Shortly after supper both Elizabeth and Beatrice went to bed, leaving their father with Geoffrey.
“Well,” said Mr. Granger, “did you get a word with Beatrice? It was very kind of you to go that long tramp on purpose. Gracious, how it blows! we shall have the house down presently. Lightning, too, I declare.”
“Yes,” answered Geoffrey, “I did.”
“Ah, I hope you told her that there was no need for her to give up hope of him yet, of Mr. Davies, I mean?”
“Yes, I told her that—that is if the greater includes the less,” he added to himself.
“And how did she take it?”
“Very badly,” said Geoffrey; “she seemed to think that I had no right to interfere.”
“Indeed, that is strange. But it doesn’t mean anything. She’s grateful enough to you at heart, depend upon it she is, only she did not like to say so. Dear me, how it blows; we shall have a night of it, a regular gale, I declare. So you are going away to-morrow morning. Well, the best of friends must part. I hope that you will often come and see us. Good-bye.”
Once more a sense of the irony of the position overcame Geoffrey, and he smiled grimly as he lit his candle and went to bed. At the back of the house was a long passage, which terminated at one end in the room where he slept, and at the other in that occupied by Elizabeth and Beatrice. This passage was lit by two windows, and built out of it were two more rooms—that of Mr. Granger, and another which had been Effie’s. The windows of the passage, like most of the others in the Vicarage, were innocent of shutters, and Geoffrey stood for a moment at one of them, watching the lightning illumine the broad breast of the mountain behind. Then looking towards the door of Beatrice’s room, he gazed at it with the peculiar reverence that sometimes afflicts people who are very much in love, and, with a sigh, turned and sought his own.
He could not sleep, it was impossible. For nearly two hours he lay turning from side to side, and thinking till his brain seemed like to burst. To-morrow he must leave her, leave her for ever, and go back to his coarse unprofitable struggle with the world, where there would be no Beatrice to make him happy through it all. And she, what of her?
The storm had lulled a little, now it came back in strength, heralded by the lightning. He rose, threw on a dressing-gown, and sat by a window watching it. Its tumult and fury seemed to ease his heart of some little of its pain; in that dark hour a quiet night would have maddened him.
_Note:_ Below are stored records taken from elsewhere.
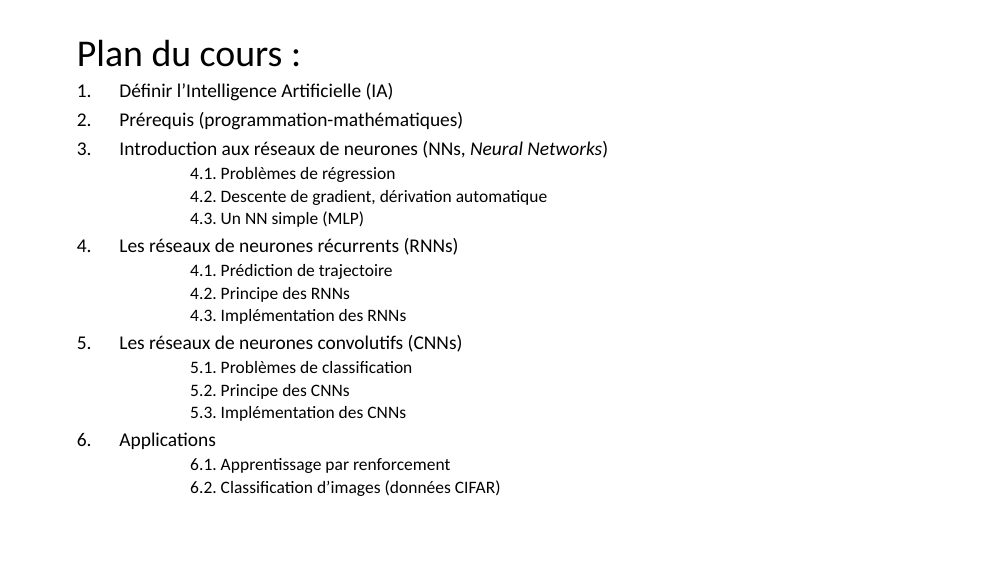
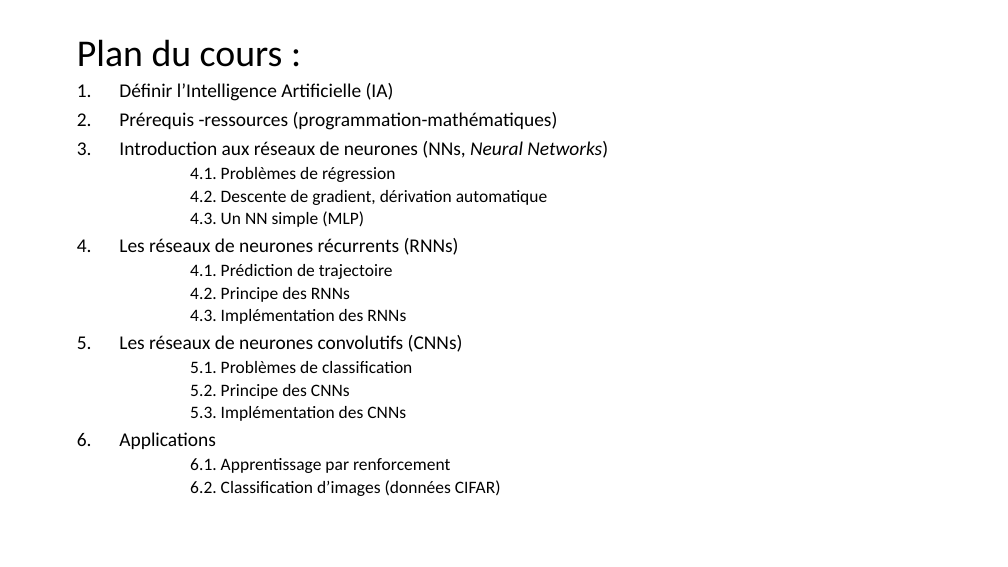
Before and after one commit to jolindien-git/jolindien-git.github.io, a slide deck: slide 2 of Intelligence Artificielle et Analyse de donnees.pptx. Drawn at 1008x567 pixels with LibreOffice and Linux fonts; fonts in the diff are those of the drawing. Boxes give left, top, right and bottom in pixels: in the first picture for what was removed or moved away, otherwise in the second. Text is boxed around its words. In the diff, an @@ line names an element or a change of style, - is before the commit and + after.

```diff
--- a/Intelligence Artificielle et Analyse de donnees.pptx
+++ b/Intelligence Artificielle et Analyse de donnees.pptx
@@ text at box(119, 112, 558, 130): text changed @@
-2. Prérequis (programmation-mathématiques)
+2. Prérequis -ressources (programmation-mathématiques)
```
Also in this commit, not shown: 2 other slides changed, 2 other files.

In eight hours—eight short hours—this matter would be ended so far as concerned their actual intercourse. It would be a secret locked for ever in their two breasts, a secret eating at their hearts, cruel as the worm that dieth not. Geoffrey looked up and threw out his heart’s thought towards his sleeping love. Then once more, as in a bygone night, there broke upon his brain and being that mysterious spiritual sense. Stronger and more strong it grew, beating on him in heavy unnatural waves, till his reason seemed to reel and sink, and he remembered naught but Beatrice, knew naught save that her very life was with him now.